Incomplete but in-scope – show rewrite + ask for confirmation:

from langchain_core.messages import AIMessage

def course_request_rewrite(state: CourseQAState) -> dict:
    analysis = state["analysis"]
    # Build a message to the user using the model's suggestion
    content = analysis.clarification_message or (
        "你的问题和课程信息有关,但还不够具体。\n"
        f"是否可以改写为:{analysis.rewritten_query!r}?\n"
        "如果可以,请回复“是”或直接使用该问题;如果不可以,请补充你想查询的课程名称/编号。"
    )
    msg = AIMessage(content=content, name="course_qa_clarification")
    return {"messages": [msg]}

Your outer supervisor will see an AIMessage and stop (as you already do), so the user can respond with confirmation. When they confirm, the next user turn can be interpreted as:

  • “Yes, use the generated rewrite” → you replace the user message in state with analysis.rewritten_query (or store it) and go through course_call_model.

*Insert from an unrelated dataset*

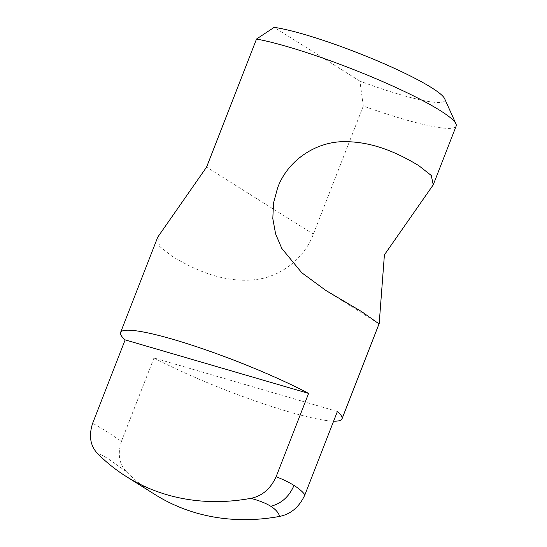 <?xml version="1.0" encoding="UTF-8"?>
<svg xmlns="http://www.w3.org/2000/svg" width="547" height="547" viewBox="0 0 547 547"><rect width="100%" height="100%" fill="white"/><g stroke="black" fill="none" stroke-linecap="round" stroke-linejoin="round"><path stroke-width="0.41" stroke-dasharray="2.73 2.05" d="M157.741 237.131L159.683 246.512L172.271 256.406C188.92 266.3 219.949 283.606 255.23 279.647C280.98 276.871 304.33 258.382 313.356 234.13L363.297 106.043A118.843 15.412 -158.7 0 0 456.15 126.077M363.297 106.043L359.899 81.141A99.034 12.841 -158.7 0 0 444.649 98.706M359.899 81.141L274.17 27.35M337.403 411.481L153.953 357.957A118.843 15.412 -158.7 0 0 333.622 421.169M153.953 357.957L121.468 441.279L104.539 430.147L92.669 423.207M121.468 441.279C117.393 453.846 119.068 464.006 126.48 471.746A237.685 194.937 -57.9 0 0 155.027 494.563M126.48 471.746L108.402 458.892C103.438 455.829 99.869 454.085 97.681 453.682M313.356 234.13L206.568 167.129M378.257 323.339L325.862 290.464"/><path stroke-width="0.82" d="M277.616 187.86C287.688 160.127 316.727 140.894 345.82 141.68C377.225 141.933 403.508 156.51 418.701 165.584L431.289 175.478L433.231 184.865L384.404 254.861L379.194 323.468L378.257 323.339L361.738 311.687L325.862 290.464L301.773 272.748L281.78 248.406L275.613 233.931L272.809 218.574L273.521 202.992L277.616 187.86M440.157 110.542A118.843 15.412 -158.7 0 0 256.509 39.042L274.17 27.35A99.034 12.841 -158.7 0 1 431.501 87.643A99.034 12.841 -158.7 0 1 444.649 98.706L455.931 123.827A118.843 15.412 -158.7 0 0 440.157 110.542M433.231 184.865L456.15 126.077A118.843 15.412 -158.7 0 0 455.931 123.827M256.509 39.042L206.568 167.129L157.741 237.131L120.552 332.514A118.843 15.412 -158.7 0 0 125.154 339.885L92.669 423.207C88.593 435.774 90.269 445.928 97.681 453.682A237.685 194.937 -57.9 0 0 126.227 476.492A237.685 194.937 -57.9 0 0 250.793 498.351C259.114 500.539 265.78 503.178 270.799 506.276C275.736 509.428 278.669 512.806 279.592 516.416C290.922 514.139 299.366 506.932 304.918 494.796C302.525 491.63 298.888 488.505 293.999 485.421C289.206 496.594 281.473 503.541 270.799 506.276M333.622 421.169A118.843 15.412 -158.7 0 0 342.005 418.852A118.843 15.412 -158.7 0 0 337.403 411.481L304.918 494.796M120.552 332.514A118.843 15.412 -158.7 0 1 190.753 344.808A118.843 15.412 -158.7 0 1 308.604 393.409L125.154 339.885M308.604 393.409L276.119 476.724C283.127 479.459 289.089 482.358 293.999 485.421M276.119 476.724C270.56 488.868 262.116 496.074 250.793 498.351M126.227 476.492L155.027 494.563A237.685 194.937 -57.9 0 0 279.592 516.416M379.194 323.468L342.005 418.852"/></g></svg>

Out-of-scope – clearly say it’s not the course agent’s job (or route to general_agent):

def course_out_of_scope(state: CourseQAState) -> dict:
    msg = AIMessage(
        content=(
            "这个问题不属于课程信息查询代理的职责范围,例如课程名称、时间、老师、学分等。\n"
            "你可以:\n"
            "1. 换一个与具体课程信息相关的问题;或者\n"
            "2. 让我切换到通用对话代理来尝试回答。"
        ),
        name="course_qa_out_of_scope",
    )
    return {"messages": [msg]}

If you prefer automatic routing instead of just a message, you can do that outside the subgraph (similar to how you already route between course_qa_agent and general_agent), by checking the name of the final AI message (e.g. “course_qa_out_of_scope”) and then sending the same input to general_agent.

1 Like

thanks, it seems make the progress be long, but it still worth to try.

1 Like

The Langchain learning curve isn’t that flat, it takes some time. You’re doing great! I’m still learning too.